Bildquelle
Das ist wohl eine Mammuts-Aufgabe, die sich die Nürnbergische Nationalbibliothek gemacht hat. Sie wollen eine Sammlung von über 10.000 Büchern 'auflösen', denn die Bücher sollen zurück an ihre Besitzer gehen. Die Sammlung ist ein Bestand aus der Zeit des Nationalsozialismus und der Verfolgung der Juden. Die Bücher die sie dort haben wurden einst den Juden geraubt und lagern jetzt in der Stadtbibliothek.
Jetzt sollen nicht nur die urspünglichen Besitzer ausfindig gemacht werden, sondern auch die Nachfahren sollen gesucht werden, damit man ihnen die Bücher zurück geben kann.
«So ein Buch ist oft das Einzige, was von einem Menschen übriggeblieben ist», sagt die Bibliothekschefin Eva Homrighausen.
Die Bibliothek hat im Internet jetzt eine Suchliste veröffentlicht, die das Resultat der aufwendigen Recherchen ist. Insgesamt haben sie 306 Namen auf ihrer Liste, teilweise biografische Daten, die Berufsbezeichnung und das Geburtsdatum - oder gar die Wohnadresse.
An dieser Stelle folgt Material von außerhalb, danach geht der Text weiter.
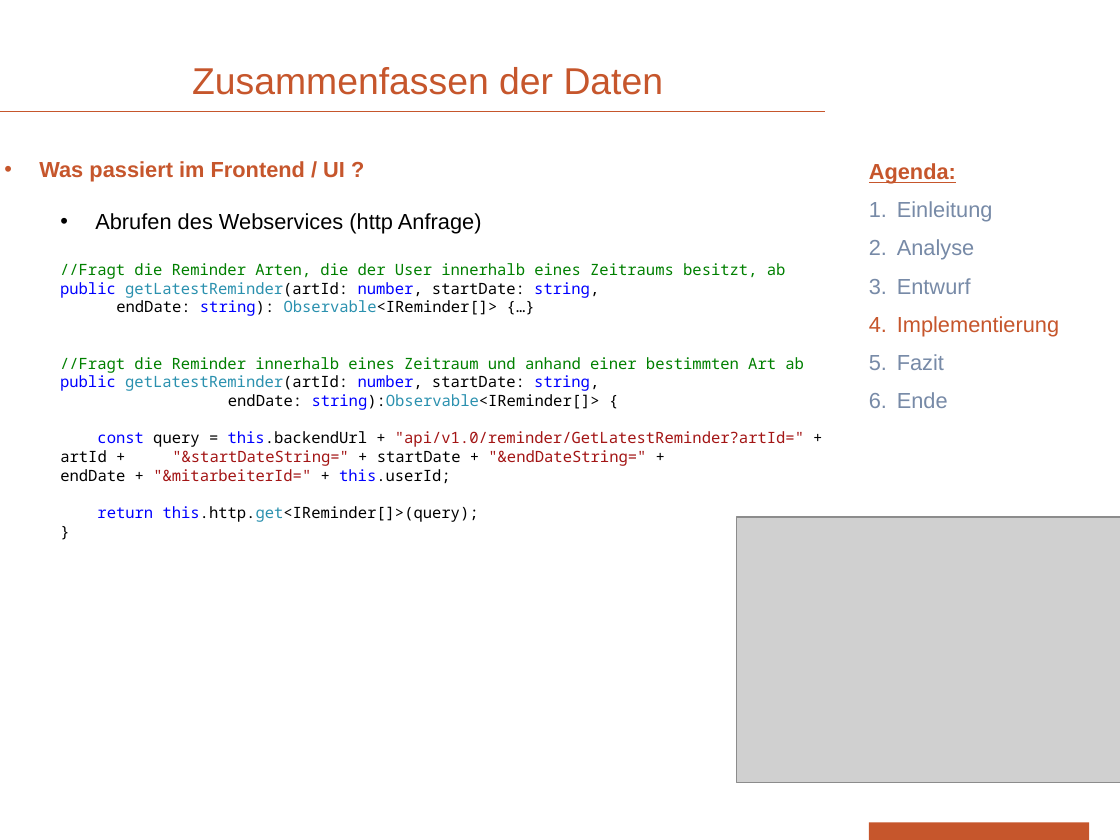
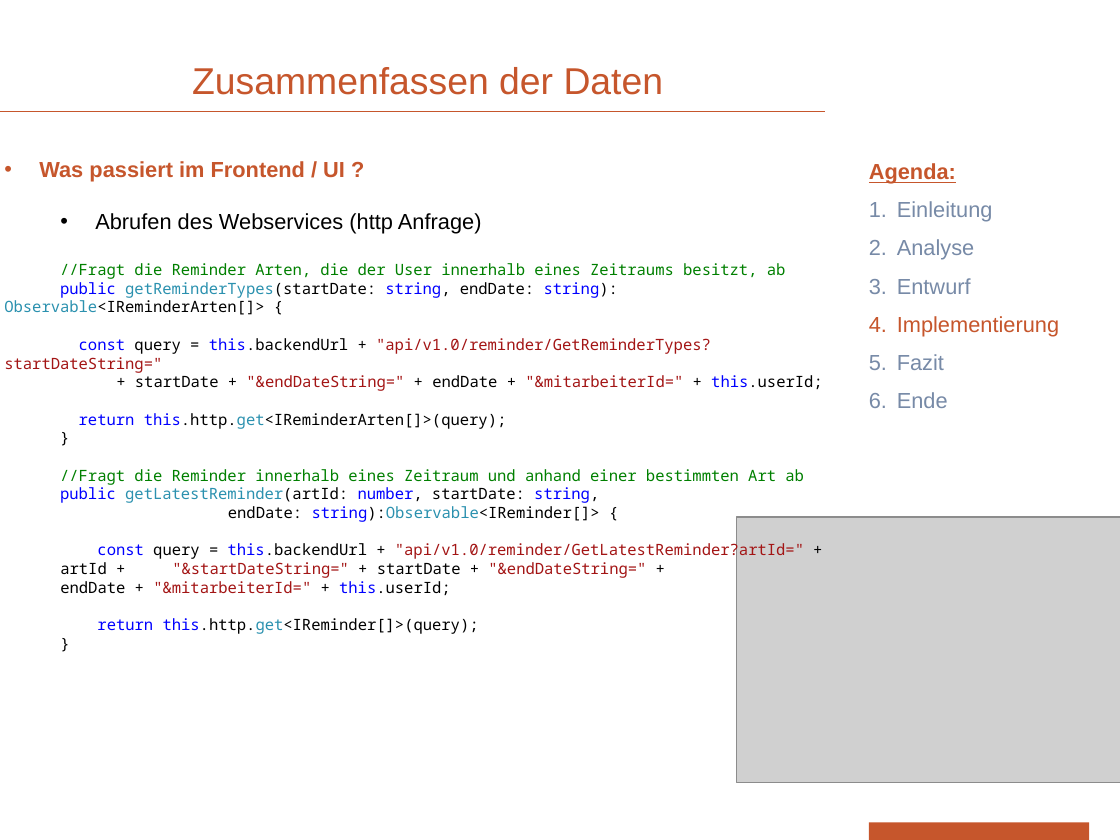
Before and after one commit to devonik/myownpage, a slide deck: slide 14 of PräsentationOhneVideo.pptx. Drawn at 1120x840 pixels with LibreOffice and Linux fonts; fonts in the diff are those of the drawing; grey boxes stand for pictures; background and template pictures are left out. Boxes give left, top, right and bottom in pixels: in the first picture for what was removed or moved away, otherwise in the second. Text is boxed around its words. In the diff, an @@ line names an element or a change of style, - is before the commit and + after.

```diff
--- a/PräsentationOhneVideo.pptx
+++ b/PräsentationOhneVideo.pptx
@@ text at box(4, 282, 823, 429): text changed @@
-public getLatestReminder(artId: number, startDate: string,
-endDate: string): Observable<IReminder[]> {…}
+public getReminderTypes(startDate: string, endDate: string): Observable<IReminderArten[]> {
+const query = this.backendUrl + "api/v1.0/reminder/GetReminderTypes?startDateString="
++ startDate + "&endDateString=" + endDate + "&mitarbeiterId=" + this.userId;
+return this.http.get<IReminderArten[]>(query);
+}
```
Also in this commit, not shown: 2 other slides changed, 1 slide added, 1 slide removed.

Die Sammlung in Nürnberg ist nur aufgrund einer Person so zahlreich: Julius Streicher. Er war der Chef des Nazi-Hetzblattes 'Der Stürmer' und hatte darin die Bevölkerung aufgerufen, ihm jüdisches Buchgut zukommen zu lassen, natürlich für Forschungszwecke. Und dieser Aufruf wurde von vielen wahrgenommen und eine riesige Bibliothek aufgebaut. Ihm wurde Bücher zugeschickt die urspünglich Juden gehört haben.
«Viele Leute waren stolz darauf, Streicher Bücher zu senden, die sie Juden weggenommen haben», erläuterte Leibl Rosenberg, der für die Recherchen rund um die Sammlung zuständig ist. Sogar per Feldpost seien Bücher nach Nürnberg gesandt worden, die Soldaten verfolgten Juden abgenommen hatten.
Nach dem Krieg fand man bei Streicher zu Hause, und auch in den Geschäftsräumen seiner Zeitung zahlreiche Bücher. Die amerikanische Militärregierung hat diese Bücher später den Überlebenden Mitgliedern der Isralitiechen Kultusgemeinde übergeben. Die haben die Bücher in die Stadtbibliothek Nürnberg gebracht.
"Nürnberg ist deshalb die einzige Stadt weltweit, die einen so großen Bestand an geraubten Schriften hat», sagte Homrighausen.
«Das Spektrum ist sehr groß, es reicht von kleinen Heftchen bis zu großen Werken. Sachliteratur ist genauso dabei wie Unterhaltungsliteratur», berichtete sie. Zahlreiche Bände befassten sich mit jüdischer Religion.
Leibl Rosenberg möchte jetzt die Nachfahren der Buchbesitzer ausfindig zu machen und sieht das Ganze auch als eine Herzensangelegenheit an: «Es ist unmöglich, Distanz zu bewahren», sagte er. «Hier spricht die Geschichte zu einem.» In der Sammlung fand er auch ein Buch, dass seiner eigenen Religionslehrerin gehörte. Für ein also eine ganz persönliche Aufgabe, die Bücher zu ihren Besitzern zurück zu bringen.
Mit dem Versuch, Nachfahren der verfolgten Juden die geraubten Bücher wieder zurückzugeben, stelle sich Nürnberg seiner Vergangenheit, betonte Rosenberg: «Der Aufwand ist enorm.» Bislang wurden 150 Bücher an die einstigen Besitzer oder deren Rechtsnachfolger übergeben.